Efficient FPGA Implementation of Sigmoid and Bipolar Sigmoid Activation Functions for Multilayer Perceptrons ISSN: 2250-3021 www.iosrjen.org 1353 P a g e Fig 1 represents a basic simple artificial neuron model. The inputs to the neuron are x0, x1, x2 and the w0, w1, w2 are the corresponding weight values. Then apply the bipolar sigmoid function for activation. Which activation function should be used in a prediction. (sigmoid activation function).
So in multi-layer networks you have to use gradient-based algorithm and back-propagation for back propagating Error and dE/dW. In a single layer neural network you can use either Perception or gradient-based algorithm.
You can't tell witch on is better. Perception give you better grouping and gradient-based give you more noise resistance. In gradient-based algorithms you use derivative of activation function in order to find dE/dW. If Z is total input of the neuron (Z = [sum on i] WiXi): dE/dWi = Xi(dE/dZ) dE/dZ = -f'(Z)(dE/dY) In our case, because we used Sigmoid function, f'(Z) is Y(1-Y) for binary Sigmoid and 0. Broadcom Bcm94312mcg Driver Download Windows 7. 5(1-Y)(1+Y) for bipolar Sigmoid. Normally we use following equation for error (cost function): E = 0.5(T-Y)^2 So our equations will transform to: dE/dY = Y-T dE/dZ = -0.5(1+Y)(1-Y)(Y-T) dE/dWi = - 0.5Xi(1+Y)(1-Y)(Y-T) W(new) = W(old) + 0.5aXi(1+Y)(1-Y)(Y-T) If you use following algorithm for updating weights I think your problems will be solved. The following is differentiation of Sigmoid function.
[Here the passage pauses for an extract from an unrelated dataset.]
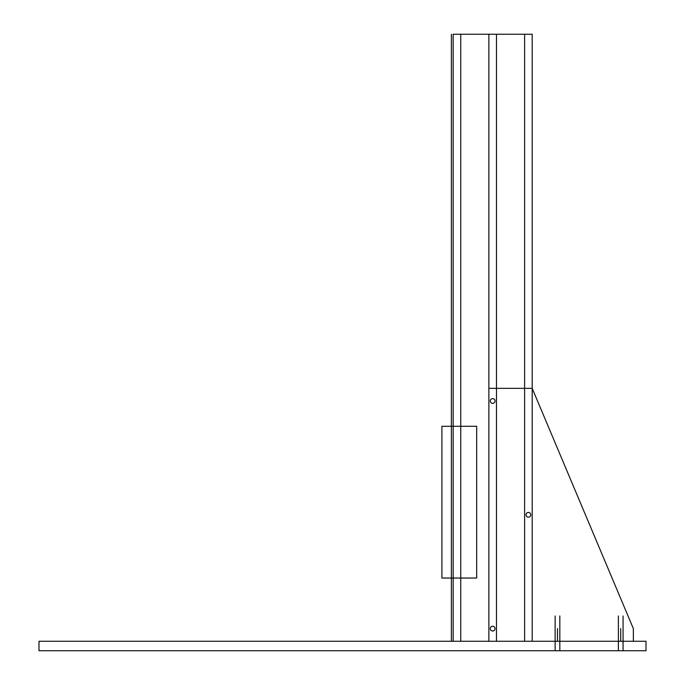 <?xml version="1.0" encoding="UTF-8"?>
<svg xmlns="http://www.w3.org/2000/svg" width="685" height="685" viewBox="0 0 685 685"><rect width="100%" height="100%" fill="white"/><g stroke="black" fill="none" stroke-linecap="round" stroke-linejoin="round"><path stroke-width="1.03" d="M38.994 641.263L646.006 641.263L646.006 650.75L38.994 650.75L38.994 641.263M453.153 641.263L453.153 34.25L532.194 34.25L532.194 641.263M488.876 388.344L532.194 388.344L633.36 628.616L633.36 641.263M488.876 34.25L488.876 641.263M496.471 34.25L496.471 641.263M460.74 34.25L460.74 641.263M524.607 34.25L524.607 641.263M441.902 426.284L441.902 578.037L476.674 578.037L476.674 426.284L441.902 426.284M451.381 34.25L451.381 641.263M495.041 400.99A2.363 2.363 0 0 0 491.487 398.944A2.363 2.363 0 0 0 491.487 403.037A2.363 2.363 0 0 0 495.041 400.99M530.764 514.803A2.363 2.363 0 0 0 527.219 512.757A2.363 2.363 0 0 0 527.219 516.85A2.363 2.363 0 0 0 530.764 514.803M495.041 628.616A2.363 2.363 0 0 0 491.487 626.569A2.363 2.363 0 0 0 491.487 630.671A2.363 2.363 0 0 0 495.041 628.616M620.713 628.616L620.713 641.263M557.487 628.616L557.487 641.263M555.133 615.969L555.133 650.75M559.833 615.969L559.833 650.75M618.367 615.969L618.367 650.75M623.067 615.969L623.067 650.75"/></g></svg>

'np.exp' is the same as; The number e, a mathematical constant that is the base of the natural logarithm: the unique number whose natural logarithm is equal to one. It is approximately equal to 2.71828.
(Wikipedia) # This is how mathematical the derivative of sigmoid is computed. # Variables are only used as example for differentiation. Import numpy as np x = 0.32 sigmoid = 1 / 1 + np.exp(-x) differentiate = np.exp(-x) / (1+np.exp(-x)**2 differentiate_1 = np.exp(-x) - 1 / (1+np.exp(-x)**2 differentiate_2 = (1+np.exp(-x) / (1+np.exp(-x)**2) - (1/1+np.exp(-x))**2 differintiate_3 = sigmoid - sigmoid**2 sigmoid_prime = sigmoid * (1- sigmoid) The transfer function, or sigmoid function, converts values in to probabilities from 0 to 1. Sigmoid prime has a nice curve and converts values in range of 0 to 0.5.